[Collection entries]
++++++++
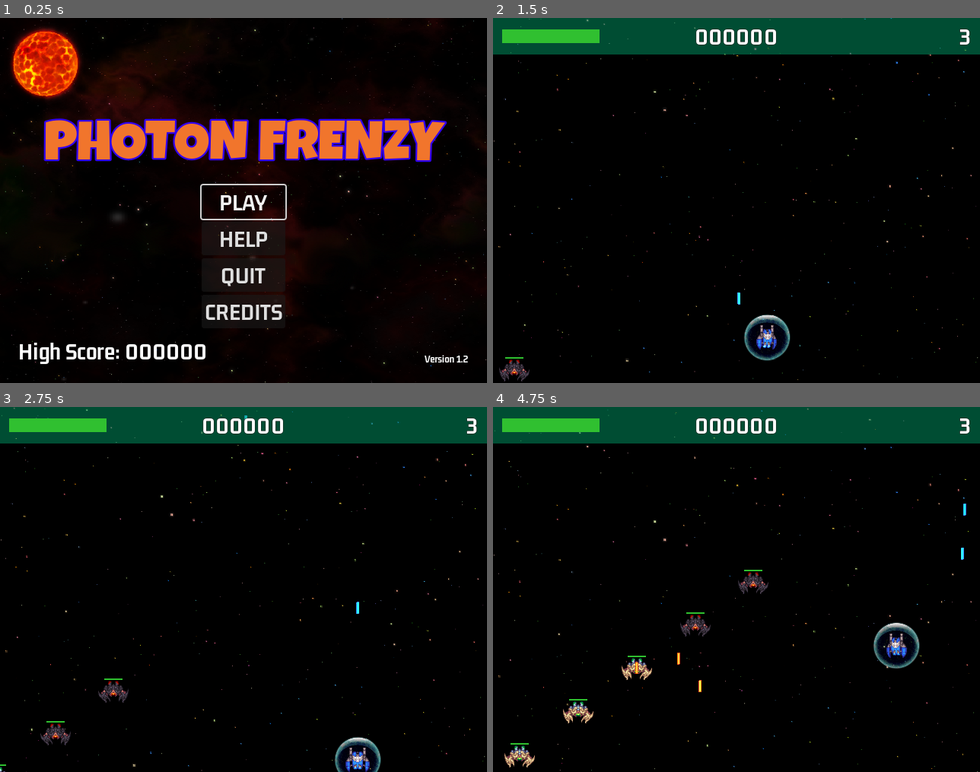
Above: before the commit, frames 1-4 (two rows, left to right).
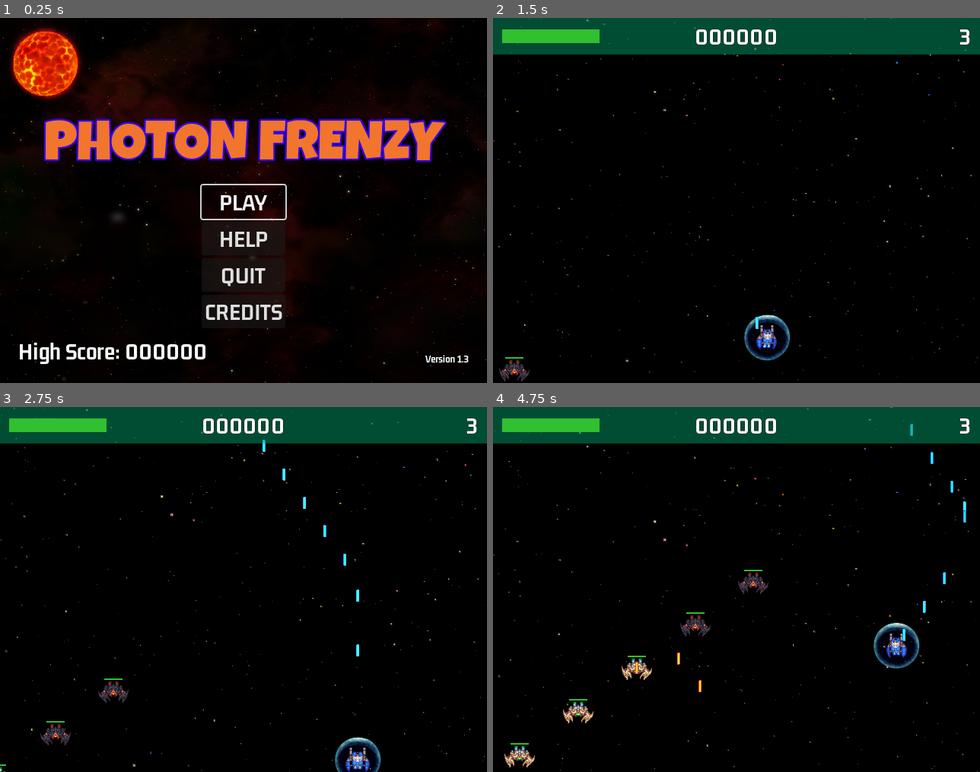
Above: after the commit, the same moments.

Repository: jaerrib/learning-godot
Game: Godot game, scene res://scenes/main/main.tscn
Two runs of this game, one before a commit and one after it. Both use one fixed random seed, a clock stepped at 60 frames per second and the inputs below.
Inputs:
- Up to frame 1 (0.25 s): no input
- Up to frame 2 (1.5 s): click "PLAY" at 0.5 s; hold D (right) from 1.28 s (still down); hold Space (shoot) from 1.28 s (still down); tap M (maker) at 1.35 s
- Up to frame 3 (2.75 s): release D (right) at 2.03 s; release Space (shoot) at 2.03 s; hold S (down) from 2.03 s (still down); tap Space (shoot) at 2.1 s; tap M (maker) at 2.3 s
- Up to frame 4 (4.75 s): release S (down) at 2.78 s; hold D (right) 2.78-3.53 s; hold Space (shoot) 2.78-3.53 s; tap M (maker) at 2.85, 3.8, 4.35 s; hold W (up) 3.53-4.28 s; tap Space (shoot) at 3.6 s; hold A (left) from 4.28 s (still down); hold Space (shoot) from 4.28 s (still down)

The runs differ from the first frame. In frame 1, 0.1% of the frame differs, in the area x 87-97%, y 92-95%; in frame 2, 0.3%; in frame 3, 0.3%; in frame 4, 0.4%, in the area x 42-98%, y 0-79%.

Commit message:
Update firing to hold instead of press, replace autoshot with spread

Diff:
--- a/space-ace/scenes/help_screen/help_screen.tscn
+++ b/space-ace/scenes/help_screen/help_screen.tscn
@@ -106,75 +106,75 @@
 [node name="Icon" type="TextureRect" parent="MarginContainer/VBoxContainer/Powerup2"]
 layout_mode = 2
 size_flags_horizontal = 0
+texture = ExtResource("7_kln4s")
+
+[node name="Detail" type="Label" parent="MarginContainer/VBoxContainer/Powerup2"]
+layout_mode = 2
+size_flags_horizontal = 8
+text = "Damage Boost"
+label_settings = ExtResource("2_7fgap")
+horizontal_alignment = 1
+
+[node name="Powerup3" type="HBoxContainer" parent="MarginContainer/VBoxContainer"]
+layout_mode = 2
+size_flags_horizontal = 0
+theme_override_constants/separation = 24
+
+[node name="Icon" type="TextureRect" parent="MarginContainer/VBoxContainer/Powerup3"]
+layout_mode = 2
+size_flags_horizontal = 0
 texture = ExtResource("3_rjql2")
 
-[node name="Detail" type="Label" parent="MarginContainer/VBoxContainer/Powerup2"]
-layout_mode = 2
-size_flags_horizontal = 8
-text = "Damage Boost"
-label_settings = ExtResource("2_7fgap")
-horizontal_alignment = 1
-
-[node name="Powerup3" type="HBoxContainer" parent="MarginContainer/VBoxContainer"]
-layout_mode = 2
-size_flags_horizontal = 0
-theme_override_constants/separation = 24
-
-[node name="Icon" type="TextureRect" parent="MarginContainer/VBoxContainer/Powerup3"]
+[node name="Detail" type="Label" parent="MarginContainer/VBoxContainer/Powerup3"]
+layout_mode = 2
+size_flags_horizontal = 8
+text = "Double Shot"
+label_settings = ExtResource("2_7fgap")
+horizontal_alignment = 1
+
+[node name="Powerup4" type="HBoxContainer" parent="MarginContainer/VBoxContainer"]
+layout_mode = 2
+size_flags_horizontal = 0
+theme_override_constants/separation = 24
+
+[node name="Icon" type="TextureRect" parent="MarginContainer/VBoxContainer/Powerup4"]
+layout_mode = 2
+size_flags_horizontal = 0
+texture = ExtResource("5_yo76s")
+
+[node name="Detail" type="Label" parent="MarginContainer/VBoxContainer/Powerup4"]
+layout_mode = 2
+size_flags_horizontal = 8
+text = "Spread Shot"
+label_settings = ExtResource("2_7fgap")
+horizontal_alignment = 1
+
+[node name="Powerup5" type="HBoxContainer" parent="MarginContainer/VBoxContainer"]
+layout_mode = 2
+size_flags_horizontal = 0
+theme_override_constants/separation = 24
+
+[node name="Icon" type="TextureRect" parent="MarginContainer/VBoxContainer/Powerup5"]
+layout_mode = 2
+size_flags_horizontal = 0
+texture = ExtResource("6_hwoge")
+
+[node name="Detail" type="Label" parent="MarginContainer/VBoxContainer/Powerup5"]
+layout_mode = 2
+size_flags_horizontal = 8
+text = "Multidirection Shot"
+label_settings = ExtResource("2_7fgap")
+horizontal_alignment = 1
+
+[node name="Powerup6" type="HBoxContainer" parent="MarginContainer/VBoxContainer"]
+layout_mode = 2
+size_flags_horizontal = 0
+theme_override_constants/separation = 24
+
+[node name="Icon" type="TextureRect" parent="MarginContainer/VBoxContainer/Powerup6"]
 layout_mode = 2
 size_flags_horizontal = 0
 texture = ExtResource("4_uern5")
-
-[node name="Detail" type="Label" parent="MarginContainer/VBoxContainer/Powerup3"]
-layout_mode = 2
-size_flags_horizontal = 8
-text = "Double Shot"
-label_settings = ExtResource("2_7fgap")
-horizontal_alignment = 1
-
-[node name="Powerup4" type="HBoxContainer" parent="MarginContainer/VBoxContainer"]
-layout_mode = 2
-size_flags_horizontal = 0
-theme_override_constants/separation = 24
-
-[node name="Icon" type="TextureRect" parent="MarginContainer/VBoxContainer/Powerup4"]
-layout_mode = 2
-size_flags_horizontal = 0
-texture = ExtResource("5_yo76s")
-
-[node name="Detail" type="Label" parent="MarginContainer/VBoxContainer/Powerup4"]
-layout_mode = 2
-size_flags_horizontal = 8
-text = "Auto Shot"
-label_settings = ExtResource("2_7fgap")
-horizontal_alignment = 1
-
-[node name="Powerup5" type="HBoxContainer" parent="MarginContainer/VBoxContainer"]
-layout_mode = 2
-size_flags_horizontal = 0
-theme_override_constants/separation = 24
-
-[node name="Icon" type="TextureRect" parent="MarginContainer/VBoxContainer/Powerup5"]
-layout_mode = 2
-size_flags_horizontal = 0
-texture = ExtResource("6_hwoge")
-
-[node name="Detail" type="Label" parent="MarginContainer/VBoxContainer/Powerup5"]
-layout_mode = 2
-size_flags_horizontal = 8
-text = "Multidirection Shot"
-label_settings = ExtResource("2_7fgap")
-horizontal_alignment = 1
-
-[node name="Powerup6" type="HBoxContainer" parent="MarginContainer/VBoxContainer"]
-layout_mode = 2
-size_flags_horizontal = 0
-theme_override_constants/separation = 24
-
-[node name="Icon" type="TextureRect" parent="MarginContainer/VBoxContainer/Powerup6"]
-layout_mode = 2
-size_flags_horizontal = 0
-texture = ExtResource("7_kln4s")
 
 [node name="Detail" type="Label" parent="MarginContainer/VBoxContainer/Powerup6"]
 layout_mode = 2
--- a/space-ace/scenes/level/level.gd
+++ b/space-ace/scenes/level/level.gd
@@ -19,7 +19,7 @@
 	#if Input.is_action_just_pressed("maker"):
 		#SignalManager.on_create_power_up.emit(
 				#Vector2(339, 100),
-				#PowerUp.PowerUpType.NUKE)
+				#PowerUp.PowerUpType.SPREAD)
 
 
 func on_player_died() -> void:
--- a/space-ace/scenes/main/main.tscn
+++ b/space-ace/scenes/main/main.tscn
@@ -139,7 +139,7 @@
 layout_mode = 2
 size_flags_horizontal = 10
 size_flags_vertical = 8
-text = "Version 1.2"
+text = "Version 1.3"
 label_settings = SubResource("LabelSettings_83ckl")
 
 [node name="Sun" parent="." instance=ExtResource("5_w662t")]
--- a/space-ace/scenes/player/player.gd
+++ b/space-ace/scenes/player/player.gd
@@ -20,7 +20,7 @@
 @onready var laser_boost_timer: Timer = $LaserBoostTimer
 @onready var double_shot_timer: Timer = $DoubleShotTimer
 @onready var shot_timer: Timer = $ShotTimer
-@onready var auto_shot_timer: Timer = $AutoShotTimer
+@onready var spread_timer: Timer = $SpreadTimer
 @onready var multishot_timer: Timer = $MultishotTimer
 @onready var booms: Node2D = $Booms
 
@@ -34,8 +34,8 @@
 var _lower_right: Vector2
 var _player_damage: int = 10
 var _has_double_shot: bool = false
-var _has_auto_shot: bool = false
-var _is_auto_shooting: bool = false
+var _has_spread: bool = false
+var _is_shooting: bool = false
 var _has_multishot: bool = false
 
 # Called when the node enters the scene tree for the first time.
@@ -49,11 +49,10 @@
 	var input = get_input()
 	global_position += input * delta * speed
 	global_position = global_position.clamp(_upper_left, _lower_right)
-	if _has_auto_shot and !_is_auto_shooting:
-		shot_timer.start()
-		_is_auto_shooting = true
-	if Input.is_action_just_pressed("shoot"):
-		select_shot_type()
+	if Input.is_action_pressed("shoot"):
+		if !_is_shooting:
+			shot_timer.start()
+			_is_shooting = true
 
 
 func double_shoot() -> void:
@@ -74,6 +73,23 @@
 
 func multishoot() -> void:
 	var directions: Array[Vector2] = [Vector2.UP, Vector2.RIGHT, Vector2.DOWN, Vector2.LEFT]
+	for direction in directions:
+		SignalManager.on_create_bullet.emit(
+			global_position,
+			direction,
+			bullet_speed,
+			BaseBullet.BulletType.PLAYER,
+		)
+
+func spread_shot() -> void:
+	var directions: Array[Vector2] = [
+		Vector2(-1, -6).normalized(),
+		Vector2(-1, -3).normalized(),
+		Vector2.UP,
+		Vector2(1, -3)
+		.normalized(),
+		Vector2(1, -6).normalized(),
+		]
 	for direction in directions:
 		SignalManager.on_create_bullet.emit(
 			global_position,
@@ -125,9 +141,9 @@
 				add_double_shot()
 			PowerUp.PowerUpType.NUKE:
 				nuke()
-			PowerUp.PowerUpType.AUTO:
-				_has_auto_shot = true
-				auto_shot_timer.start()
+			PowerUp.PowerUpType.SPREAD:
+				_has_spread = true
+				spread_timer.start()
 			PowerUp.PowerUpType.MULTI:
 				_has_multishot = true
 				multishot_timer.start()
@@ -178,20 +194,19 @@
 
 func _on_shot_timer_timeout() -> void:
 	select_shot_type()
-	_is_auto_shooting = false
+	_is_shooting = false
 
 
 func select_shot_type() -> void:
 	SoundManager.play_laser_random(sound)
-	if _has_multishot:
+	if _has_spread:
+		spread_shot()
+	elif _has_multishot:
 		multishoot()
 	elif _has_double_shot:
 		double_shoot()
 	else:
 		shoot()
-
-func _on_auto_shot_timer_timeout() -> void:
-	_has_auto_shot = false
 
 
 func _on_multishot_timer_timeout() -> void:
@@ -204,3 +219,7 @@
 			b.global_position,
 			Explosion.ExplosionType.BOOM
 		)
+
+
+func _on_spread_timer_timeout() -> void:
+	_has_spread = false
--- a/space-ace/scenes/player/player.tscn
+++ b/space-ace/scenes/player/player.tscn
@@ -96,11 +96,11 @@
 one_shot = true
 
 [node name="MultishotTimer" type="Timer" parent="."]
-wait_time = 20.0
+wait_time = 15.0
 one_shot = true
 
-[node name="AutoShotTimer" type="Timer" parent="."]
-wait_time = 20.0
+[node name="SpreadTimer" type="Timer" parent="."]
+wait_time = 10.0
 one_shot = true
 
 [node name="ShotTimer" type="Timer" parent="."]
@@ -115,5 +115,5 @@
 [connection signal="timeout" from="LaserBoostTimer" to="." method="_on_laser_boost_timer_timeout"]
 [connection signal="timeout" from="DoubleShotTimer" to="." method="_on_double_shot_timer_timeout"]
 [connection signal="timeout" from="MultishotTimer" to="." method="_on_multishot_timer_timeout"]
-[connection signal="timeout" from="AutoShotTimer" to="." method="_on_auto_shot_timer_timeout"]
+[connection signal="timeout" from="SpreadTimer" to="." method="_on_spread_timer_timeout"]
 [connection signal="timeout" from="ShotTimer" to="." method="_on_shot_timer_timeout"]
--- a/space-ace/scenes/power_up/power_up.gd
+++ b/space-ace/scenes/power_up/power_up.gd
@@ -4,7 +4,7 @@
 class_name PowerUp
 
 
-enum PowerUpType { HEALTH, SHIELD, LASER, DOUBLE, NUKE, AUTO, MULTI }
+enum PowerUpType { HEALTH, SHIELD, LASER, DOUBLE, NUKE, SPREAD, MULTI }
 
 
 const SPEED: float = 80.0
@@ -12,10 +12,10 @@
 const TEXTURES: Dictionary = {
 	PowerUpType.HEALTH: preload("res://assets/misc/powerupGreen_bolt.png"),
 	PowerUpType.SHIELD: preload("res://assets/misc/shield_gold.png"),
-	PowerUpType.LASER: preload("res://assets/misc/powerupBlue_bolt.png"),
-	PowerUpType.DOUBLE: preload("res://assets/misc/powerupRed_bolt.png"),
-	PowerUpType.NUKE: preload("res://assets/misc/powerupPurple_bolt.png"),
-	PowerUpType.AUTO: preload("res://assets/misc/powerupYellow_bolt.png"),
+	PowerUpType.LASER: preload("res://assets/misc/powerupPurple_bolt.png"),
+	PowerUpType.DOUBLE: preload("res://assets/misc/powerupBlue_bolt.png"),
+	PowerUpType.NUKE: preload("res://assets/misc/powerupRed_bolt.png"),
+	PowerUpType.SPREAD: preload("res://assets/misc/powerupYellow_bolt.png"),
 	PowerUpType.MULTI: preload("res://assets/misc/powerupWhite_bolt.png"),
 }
++++++++
Return only the number of lines in the data above that hold the word "still".

3